Darkness Fell

The postman never delivered another letter from my brother. The December 25th correspondence was the last any of us received from him. The 1973 Merry Christmas of which he spoke was not to be.

On December 29th the doorbells ominously sounded at Jana and Karoni's home and, shortly thereafter, at Mom and Dad's house. When they opened the door to the sight of two Marine officers in dress uniform, that told the tale. Darkness filled the faces of my loved ones. We were in for heartache and the trials of Job.



His Last Mission

Colonel Wilson and an associate informed us that Ron was listed as missing in action. He had been so since December 27th. They didn't know if he was alive or dead.

Details were sketchy. On December 27, Ron and frequent flying companion Captain Jim Chipman, the Mormon missionary from Utah, were assigned a night bombing mission north of the twentieth parallel in North Vietnam. They were to reconnoiter a road and drop their lethal payload on any target they deemed worthy of destruction. A secondary target was assigned should reconnaissance fail to identify anything of military significance.

Few other facts could be ascertains. At 7:44 in the evening, the A6A, designated as Tiny 05, lifted off from the Royal Thai Air Force base in Nam Phong. At 8:20 p.m., Tiny 05 radioed Moonbeam, which was the code for Ground Control. Tiny 05 informed Moonbeam that they were on site and were going tactical. That meant that maneuvers were to commence. They had flown into the danger zone.

That was it. Moonbeam had no other contact with Tiny 05. Since the mission was of the standard sortie variety, no other aircraft had visual contact. Fuel exhaustion for Tiny 05 was estimated at 10:44 p.m. When the aircraft did not return, both men were listed as Missing. Thus far, efforts at location had born no fruit.



In God's Hands

Military consensus was clearly that Ron could handle captivity. We knew he could too. We had long known the stuff of which he was made, and it was the right stuff.

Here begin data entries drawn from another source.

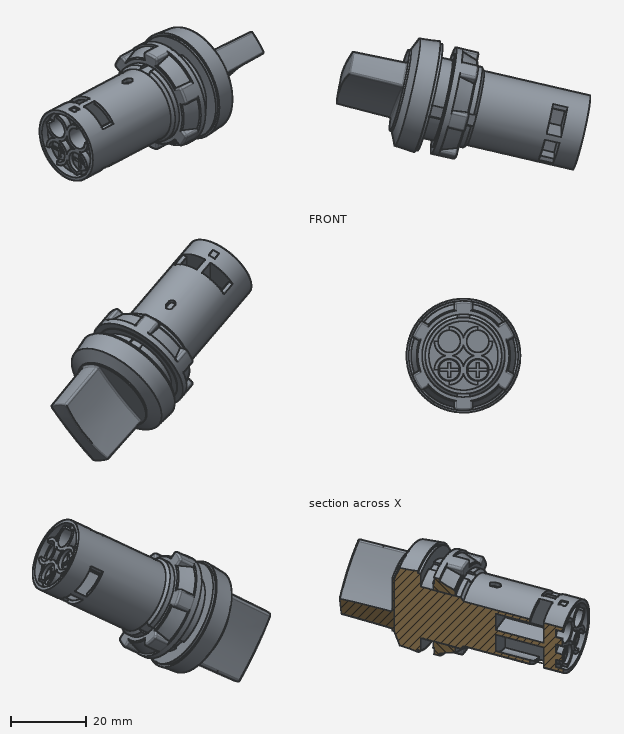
import cadquery as cq
TOTAL_LENGTH = 65.5

BARREL_RADIUS = 10.15
NECK_RADIUS = 11.0
NECK_START = 29.0
NECK_CHAMFER = 0.8
KEYWAY_WIDTH = 3.35

BEZEL_START = 41.45
BEZEL_SEAT_RADIUS = 14.55
BEZEL_RIM_Y = 42.25
BEZEL_RADIUS = 30.3 / 2
BEZEL_SHOULDER_Y = 47.6
BEZEL_SHOULDER_RADIUS = 14.7
BEZEL_FRONT_Y = 49.25
BEZEL_FRONT_RADIUS = 11.1

BARREL_BORE_RADIUS = 9.2
RECESS_DEPTH = 2.1
TERMINAL_OFFSET = 3.8
TERMINAL_BORE_RADIUS = 2.95
TERMINAL_BORE_DEPTH = 4.9
BOSS_RADIUS = 3.9
BOSS_SETBACK = 0.25

SCREW_RADIUS = 2.785
SCREW_SETBACK = 1.3
SCREW_SLOT_WIDTH = 0.8
SCREW_SLOT_DEPTH = 0.8
SCREW_SLOT_LENGTH_X = 5.0
SCREW_SLOT_LENGTH_Z = 3.9
SCREW_HUB_SIZE = 1.2

WINDOW_START = 5.75
WINDOW_LENGTH = 3.9
WINDOW_SILL_Z = 6.15
CHAMBER_INNER_X = 0.85
CHAMBER_OUTER_X = 6.9
CHAMBER_INNER_Z = 0.85
CHAMBER_END = 19.65
CATCH_START = 2.0
CATCH_WIDTH = 1.95
CATCH_LENGTH = 2.0
CATCH_SHALLOW_DEPTH = 0.1
CATCH_DEEP_DEPTH = 0.65
SLOT_CENTRE_Y = 22.85
SLOT_LENGTH = 3.15
SLOT_WIDTH = 1.95
SLOT_DEPTH = 1.3

NUT_START = 31.3
NUT_RIM_START = 35.95
NUT_RIM_END = 37.65
NUT_END = 37.9
NUT_RIM_RADIUS = 14.55
NUT_PAD_RADIUS = 12.8
CONE_LARGE_RADIUS = 13.9
CONE_SMALL_RADIUS = 12.45
CONE_END_CHAMFER = 0.3
LUG_COUNT = 6
LUG_ROOT_RADIUS = 11.65
LUG_WIDTH = 4.9
LUG_SIDE_FILLET = 0.7
LUG_END_FILLET = 0.5

KNOB_DISC_RADIUS = BEZEL_FRONT_RADIUS
KNOB_DISC_THICKNESS = 0.5
GRIP_ANGLE = -45
GRIP_HALF_LENGTH = 10.1
GRIP_HALF_THICKNESS = 3.75
GRIP_SIDE_SAG = 0.8
GRIP_END_BULGE = 0.4
GRIP_DRAFT = 1.0
GRIP_CROWN_RADIUS = 60.25
GRIP_EDGE_FILLET = 0.6
GRIP_CROWN_FILLET = 0.25
GRIP_ROOT_FILLET = 0.45

OVERSHOOT = 0.65


def cross_section(y):
    """Sketch plane across the axis: local x is X and local y is Z."""
    return cq.Workplane("XZ", origin=(0, y, 0))


def cylinder(radius, start, end, x=0, z=0):
    return cross_section(start).center(x, z).circle(radius).extrude(start - end)


def block(x_range, y_range, z_range):
    """Box between the given limits on each axis."""
    sizes = [limits[1] - limits[0] for limits in (x_range, y_range, z_range)]
    return (
        cq.Workplane("XY")
        .box(*sizes, centered=False)
        .translate((x_range[0], y_range[0], z_range[0]))
    )


def spin(profile):
    """Turn a (radius, y) profile about the Y axis."""
    return profile.close().revolve(360, (0, 0), (0, 1))


def make_housing_shell():
    """Barrel, threaded neck and bezel as one turned shape."""
    return spin(
        cq.Workplane("XY")
        .moveTo(0, 0)
        .lineTo(BARREL_RADIUS, 0)
        .lineTo(BARREL_RADIUS, NECK_START)
        .lineTo(NECK_RADIUS, NECK_START + NECK_CHAMFER)
        .lineTo(NECK_RADIUS, BEZEL_START)
        .lineTo(BEZEL_SEAT_RADIUS, BEZEL_START)
        .lineTo(BEZEL_SEAT_RADIUS, BEZEL_RIM_Y)
        .lineTo(BEZEL_RADIUS, BEZEL_RIM_Y)
        .lineTo(BEZEL_SHOULDER_RADIUS, BEZEL_SHOULDER_Y)
        .lineTo(BEZEL_FRONT_RADIUS, BEZEL_FRONT_Y)
        .lineTo(0, BEZEL_FRONT_Y)
    )


def make_keyway(side):
    """Flat-bottomed groove along the neck, on top (side = 1) or below (side = -1)."""
    half_width = KEYWAY_WIDTH / 2
    z_limits = sorted((side * BARREL_RADIUS, side * (NECK_RADIUS + OVERSHOOT)))
    return block((-half_width, half_width), (NECK_START, BEZEL_START), z_limits)


def make_terminal_recess():
    """End recess that leaves four linked bosses standing, each open in its outer quarter."""
    recess = cylinder(BARREL_BORE_RADIUS, 0, RECESS_DEPTH)
    for side_x in (-1, 1):
        for side_z in (-1, 1):
            x = side_x * TERMINAL_OFFSET
            z = side_z * TERMINAL_OFFSET
            boss = cylinder(BOSS_RADIUS, BOSS_SETBACK, RECESS_DEPTH, x, z)
            outer_quarter = block(
                sorted((x, side_x * BARREL_BORE_RADIUS)),
                (0, RECESS_DEPTH),
                sorted((z, side_z * BARREL_BORE_RADIUS)),
            )
            recess = recess.cut(boss.cut(outer_quarter))
    return recess


def make_screw(x):
    """Cross-slotted screw head standing in a lower terminal bore."""
    z = -TERMINAL_OFFSET
    head = cylinder(SCREW_RADIUS, SCREW_SETBACK, TERMINAL_BORE_DEPTH, x, z)
    face = cross_section(SCREW_SETBACK).center(x, z)
    cross = (
        face.rect(SCREW_SLOT_LENGTH_X, SCREW_SLOT_WIDTH)
        .extrude(-SCREW_SLOT_DEPTH)
        .union(face.rect(SCREW_SLOT_WIDTH, SCREW_SLOT_LENGTH_Z).extrude(-SCREW_SLOT_DEPTH))
    )
    hub = (
        cross_section(SCREW_SETBACK)
        .rect(SCREW_HUB_SIZE, SCREW_HUB_SIZE)
        .extrude(-SCREW_SLOT_DEPTH)
        .rotate((0, 0, 0), (0, 1, 0), 45)
        .translate((x, 0, z))
    )
    return head.cut(cross).cut(hub)


def make_chamber(side_x, side_z):
    """One quarter of the barrel's hollow inside, with its window out through the wall."""
    quarter = block(
        sorted((side_x * CHAMBER_INNER_X, side_x * CHAMBER_OUTER_X)),
        (WINDOW_START, CHAMBER_END),
        sorted((side_z * CHAMBER_INNER_Z, side_z * BARREL_RADIUS)),
    )
    chamber = quarter.intersect(cylinder(BARREL_BORE_RADIUS, WINDOW_START, CHAMBER_END))
    window = block(
        sorted((side_x * CHAMBER_INNER_X, side_x * BARREL_RADIUS)),
        (WINDOW_START, WINDOW_START + WINDOW_LENGTH),
        sorted((side_z * WINDOW_SILL_Z, side_z * (BARREL_RADIUS + OVERSHOOT))),
    )
    return chamber.union(window)


def make_catch():
    """Square notch on top of the barrel whose floor slopes down away from the terminals."""
    catch_end = CATCH_START + CATCH_LENGTH
    outside = BARREL_RADIUS + OVERSHOOT
    return (
        cq.Workplane("YZ")
        .moveTo(CATCH_START, outside)
        .lineTo(CATCH_START, BARREL_RADIUS - CATCH_SHALLOW_DEPTH)
        .lineTo(catch_end, BARREL_RADIUS - CATCH_DEEP_DEPTH)
        .lineTo(catch_end, outside)
        .close()
        .extrude(CATCH_WIDTH / 2, both=True)
    )


def make_top_slot():
    """Rounded slot on top of the barrel, long along Y."""
    return (
        cq.Workplane("XY", origin=(0, SLOT_CENTRE_Y, BARREL_RADIUS - SLOT_DEPTH))
        .slot2D(SLOT_LENGTH, SLOT_WIDTH, 90)
        .extrude(SLOT_DEPTH + OVERSHOOT)
    )


def make_housing():
    """Barrel with terminals, neck and bezel in one body."""
    housing = make_housing_shell().cut(make_terminal_recess())
    for side_x in (-1, 1):
        x = side_x * TERMINAL_OFFSET
        for side_z in (-1, 1):
            z = side_z * TERMINAL_OFFSET
            housing = housing.cut(cylinder(TERMINAL_BORE_RADIUS, 0, TERMINAL_BORE_DEPTH, x, z))
            housing = housing.cut(make_chamber(side_x, side_z))
        housing = housing.union(make_screw(x))
    for side in (-1, 1):
        housing = housing.cut(make_keyway(side))
    return housing.cut(make_catch()).cut(make_top_slot())


def make_lug():
    """One grip lug of the nut, pointing up along Z, with rounded outer and end edges."""
    half_width = LUG_WIDTH / 2
    lug = block(
        (-half_width, half_width),
        (NUT_START, NUT_RIM_START),
        (LUG_ROOT_RADIUS, NUT_RIM_RADIUS + OVERSHOOT),
    )
    lug = lug.intersect(cylinder(NUT_RIM_RADIUS, NUT_START, NUT_RIM_START))
    lug = lug.edges("|Y").edges(">Z").fillet(LUG_SIDE_FILLET)
    inner_edge = cq.selectors.BoxSelector(
        (-half_width, NUT_START - 0.65, LUG_ROOT_RADIUS - 0.65),
        (half_width, NUT_START + 0.65, LUG_ROOT_RADIUS + 0.65),
    )
    return lug.faces("<Y").edges(cq.selectors.InverseSelector(inner_edge)).fillet(LUG_END_FILLET)


def make_nut():
    """Threaded ring: a conical skirt with lugs, a rim and a thin pad facing the bezel."""
    nut = spin(
        cq.Workplane("XY")
        .moveTo(0, NUT_START)
        .lineTo(CONE_SMALL_RADIUS - CONE_END_CHAMFER, NUT_START)
        .lineTo(CONE_SMALL_RADIUS, NUT_START + CONE_END_CHAMFER)
        .lineTo(CONE_LARGE_RADIUS, NUT_RIM_START)
        .lineTo(0, NUT_RIM_START)
    )
    lug = make_lug()
    for index in range(LUG_COUNT):
        nut = nut.union(lug.rotate((0, 0, 0), (0, 1, 0), index * 360 / LUG_COUNT))
    nut = nut.union(cylinder(NUT_RIM_RADIUS, NUT_RIM_START, NUT_RIM_END))
    nut = nut.union(cylinder(NUT_PAD_RADIUS, NUT_RIM_END, NUT_END))
    return nut.cut(cylinder(NECK_RADIUS, NUT_START, NUT_END))


def make_grip():
    """Tapered grip with hollow broad sides, bulged narrow ends and an arched crown."""
    length = GRIP_HALF_LENGTH
    thickness = GRIP_HALF_THICKNESS
    grip = (
        cq.Workplane(cq.Plane((0, BEZEL_FRONT_Y, 0), xDir=(1, 0, 0), normal=(0, 1, 0)))
        .moveTo(-length, -thickness)
        .threePointArc((0, GRIP_SIDE_SAG - thickness), (length, -thickness))
        .threePointArc((length + GRIP_END_BULGE, 0), (length, thickness))
        .threePointArc((0, thickness - GRIP_SIDE_SAG), (-length, thickness))
        .threePointArc((-length - GRIP_END_BULGE, 0), (-length, -thickness))
        .close()
        .extrude(TOTAL_LENGTH + OVERSHOOT - BEZEL_FRONT_Y, taper=GRIP_DRAFT)
    )
    grip = grip.edges("not(>Y or <Y)").fillet(GRIP_EDGE_FILLET)
    crown = (
        cq.Workplane("XY")
        .center(0, TOTAL_LENGTH - GRIP_CROWN_RADIUS)
        .circle(GRIP_CROWN_RADIUS)
        .extrude(2 * thickness, both=True)
    )
    return grip.intersect(crown).faces(">Y").edges().fillet(GRIP_CROWN_FILLET)


def make_knob():
    """Disc seated on the bezel, with the grip rising from it at 45 degrees."""
    disc_top = BEZEL_FRONT_Y + KNOB_DISC_THICKNESS
    disc = cylinder(KNOB_DISC_RADIUS, BEZEL_FRONT_Y, disc_top)
    knob = disc.union(make_grip().rotate((0, 0, 0), (0, 1, 0), GRIP_ANGLE)).solids()
    grip_root = knob.edges().filter(
        lambda edge: abs(edge.Center().y - disc_top) < 0.005 and edge.Length() < 2 * KNOB_DISC_RADIUS
    )
    return cq.Workplane(knob.val().fillet(GRIP_ROOT_FILLET, grip_root.vals()))


housing = make_housing()
nut = make_nut()
knob = make_knob()

result = cq.Compound.makeCompound([housing.val(), nut.val(), knob.val()])

The problem was that we didn't even know if he was in the land of the living. If he was, we knew he was in a living hell. Needless to say, we preferred that to the alternative.

Solid information was unavailable. All we knew for sure was that our boy, a mighty warrior, had flown into harm's way. He had not returned to the nest. Ron was missing in action. That was it. That was the extent of our knowledge.

The saddest part about the situation was that we had no power to change it. We worried, we prayed, and we hoped, but Uncle Sam's boy was in God's hands and God's hands alone.